Si je me tourne vers la mer, j’aime souhaiter 
aux vagues, une large frange d’écumes
aux mouettes, des espaces où glisse leur vol
aux dunes, des oyats échevelés
au sable, un soleil pour égayer ses marées basses…
Mais si je me tourne vers la terre, je veux souhaiter
aux anciens, un corps assez souple pour qu’on l’oublie
ou mieux, un regard perçant pour voir au travers !
aux jeunes, une société accueillante et confortable
ou mieux, une énergie assez patiente pour en transformer le paysage !
aux pères et mères de famille, une maison de joies et de rires
ou mieux, une espérance assez forte pour toujours garder la porte ouverte !
aux amoureux, des yeux pleins d’oiseaux et de fleurs
ou mieux, un dialogue qui permette à chacun de s’approcher de l’autre
aux malades, la bonne nouvelle d’une guérison prochaine
ou mieux, la découverte du secret de leur utilité
aux chômeurs, la fin de la crise et une embauche rapide
ou mieux, le combat solidaire qui refuse le chacun pour soi !
aux marins-pêcheurs, une mer sans traquenard et du poisson bien payé
ou mieux, le courage dans la tempête et la passion du métier !
aux commerçants, des clients qui emplissent leur caisse
ou mieux, la gentillesse et la compétence qui donneront renom à leur enseigne !
aux politiques, des bons sondages et des urnes pleines
ou mieux, l’écoute et l’imagination pour inventer des chemins nouveaux !
à l’Eglise, des prêtres dynamiques, des laïcs militants et des foules ferventes
ou mieux, des communautés vivantes pour proclamer l’évangile et lui seul !
à tous, à vous, à moi, aux autres, aux vôtres, aux miens, je souhaite 
peut-être de recevoir mais surtout de créer
peut-être d’avoir mais surtout d’être plus
d’exister davantage, de vivre plus profond, de voir plus loin, de respirer le ciel
Je vous souhaite d’habiter Dieu !

Je crois
de Jacques Noyer

Je sais que beaucoup d’hommes vivent sans espérance,
et je crois pourtant que Dieu ne désespère d’aucun d’eux.

Je sais que le monde est imparfait, ingrat et cruel,
et je crois pourtant que Dieu compte sur nous
pour le rendre habitable.

Je sais que dans tout homme se cachent
des réserves insoupçonnées de cruauté,
et je crois pourtant que l’Esprit Saint
peut le rendre capable d’aimer.

Je sais que notre liberté est souvent illusion
et nos pouvoirs minuscules,
et je crois pourtant que rien n’est fatal,
surtout pas le sens des choses.

Je sais que la mort a toujours le dernier mot,
et je crois pourtant que le cœur de Dieu
ne laisse perdre aucun moment de vie.

Je sais que ma vie est celle d’un pécheur :
je ne compte pas sur ma vertu,
et je crois pourtant que Jésus
m’ouvrira le pardon de Dieu.

Je sais que les hommes naissent
dans une culture, une histoire, une religion,
et je crois pourtant que l’amour
a quelque chose d’éternel.

Je sais que ce que je sais du monde n’est presque rien,
et je crois pourtant que je sais l’essentiel
quand je dis en Église :
je crois en Dieu le Père tout puissant,
Créateur du ciel et de la terre.

2 commentaires

  • Le Credo de Jacques Noyer que nous avions récité ensemble il y a trois ans avec Jérôme Beau, alors évêque auxiliaire de Paris, dit ,enfin, avec les mots d’aujourd’hui une parole de croyant d’aujourd’hui pour les femmes et les hommes d’aujourd’hui !!!! Merci à lui et grâces à Dieu.
    La compréhension de cette proclamation collective de la foi n’a de sens que de cette manière.
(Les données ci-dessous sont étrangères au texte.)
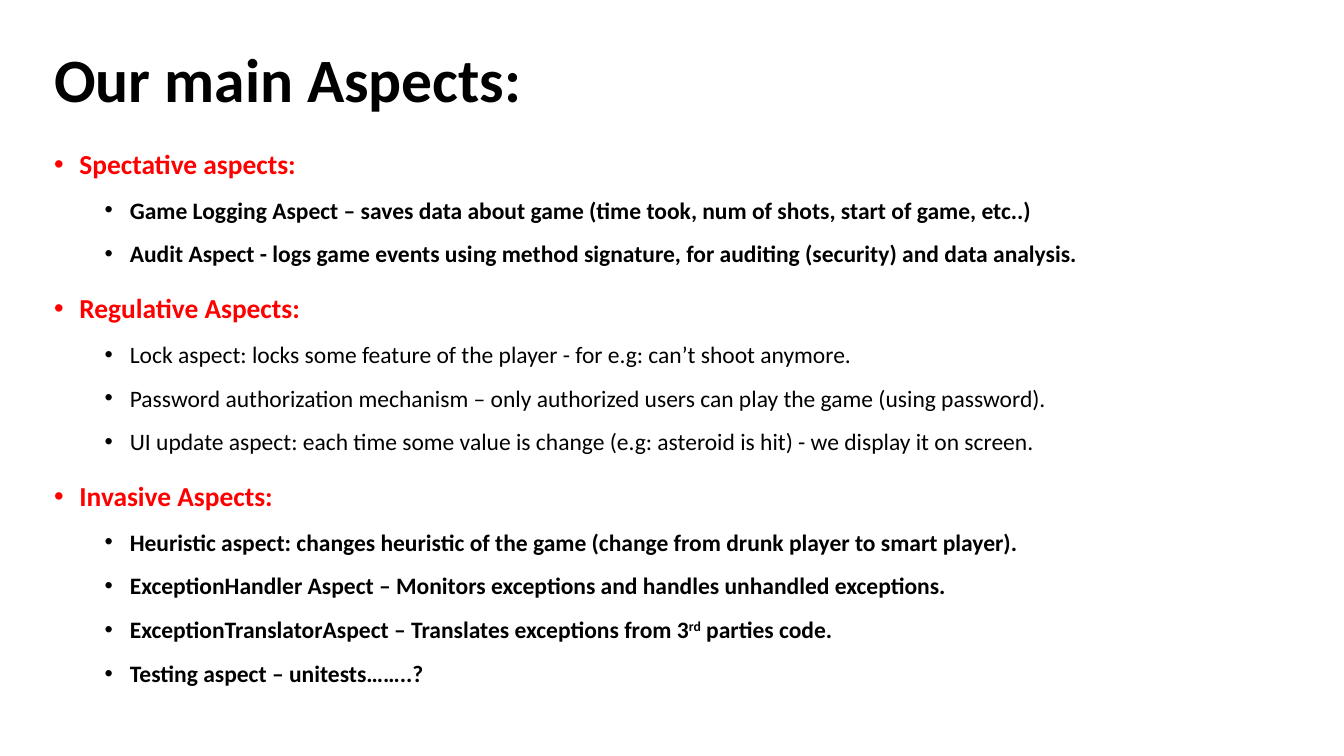
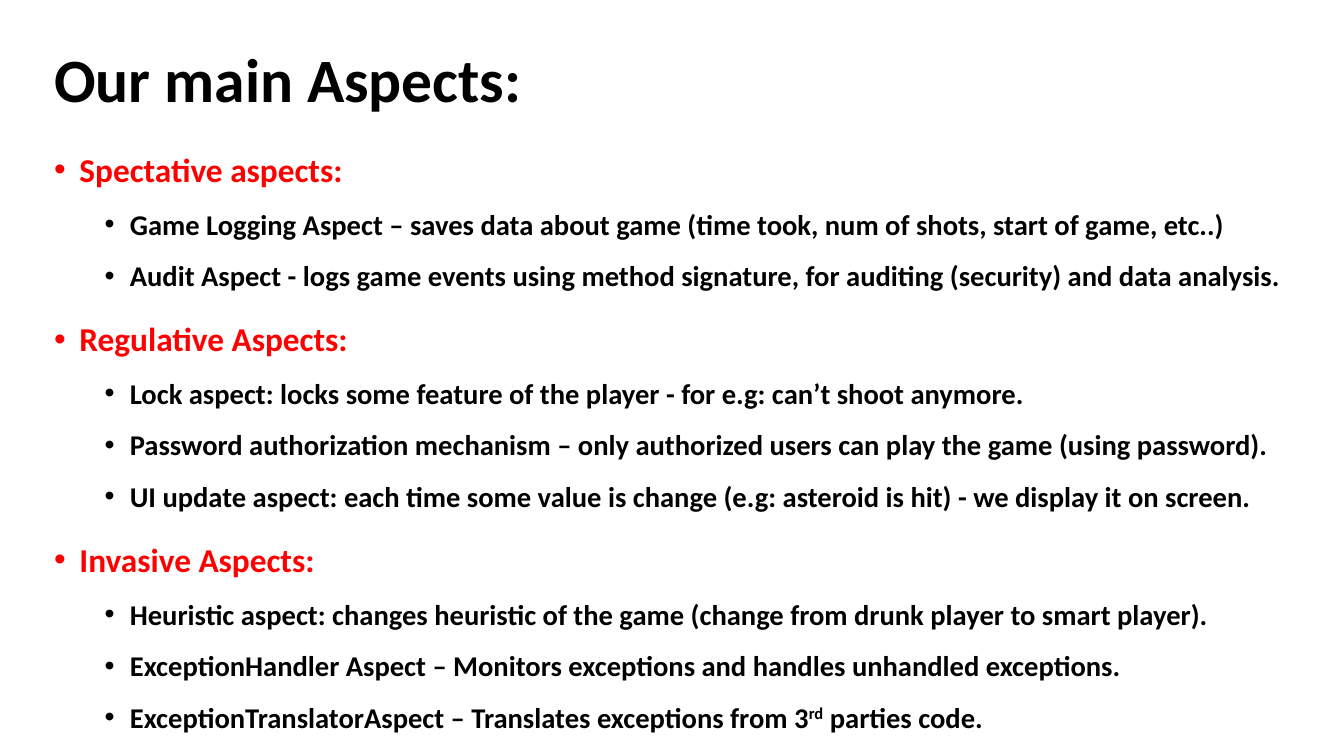
Before and after one commit to akotek/AOP, a slide deck: slide 6 of src/Final Project Presentation.pptx (slide 5 before the commit). Drawn at 1344x756 pixels with LibreOffice and Linux fonts; fonts in the diff are those of the drawing. Boxes give left, top, right and bottom in pixels: in the first picture for what was removed or moved away, otherwise in the second. Text is boxed around its words. In the diff, an @@ line names an element or a change of style, - is before the commit and + after.

```diff
--- a/src/Final Project Presentation.pptx
+++ b/src/Final Project Presentation.pptx
@@ text "Spectative aspects:" at (79, 158, 1279, 733): size 19.6 to 23.8 pt in "Spectative aspects:", "Regulative Aspects:", "Invasive Aspects:"; size 16.8 to 20.4 pt; bold on in "Lock aspect: locks some feature of the ...", "Password authorization mechanism – only authorized users ...", "UI update aspect: each time some value ..." @@
@@ text at (130, 665, 423, 686): paragraph removed @@
-  • Testing aspect – unitests……..?
```
Also in this commit, not shown: 10 other slides changed, 3 slides added, 4 other files.

Sinon sa récitation s’apparente à ce que nous faisons en chantant la Marseillaise…. et encore, pour l’hymne national, il y a la musique.
    Hégésippe Simon

  • Je connaissais Jacques Noyer pour ses écrits dans Témoignage Chretien
    Je lisais avec joie ses articles en tout premier lieu des l’arrivée de l’hebdomadaire.
    Il était un évêque d’avenir et du présent.
    Il a beacoup compte pour Daniel Duigou.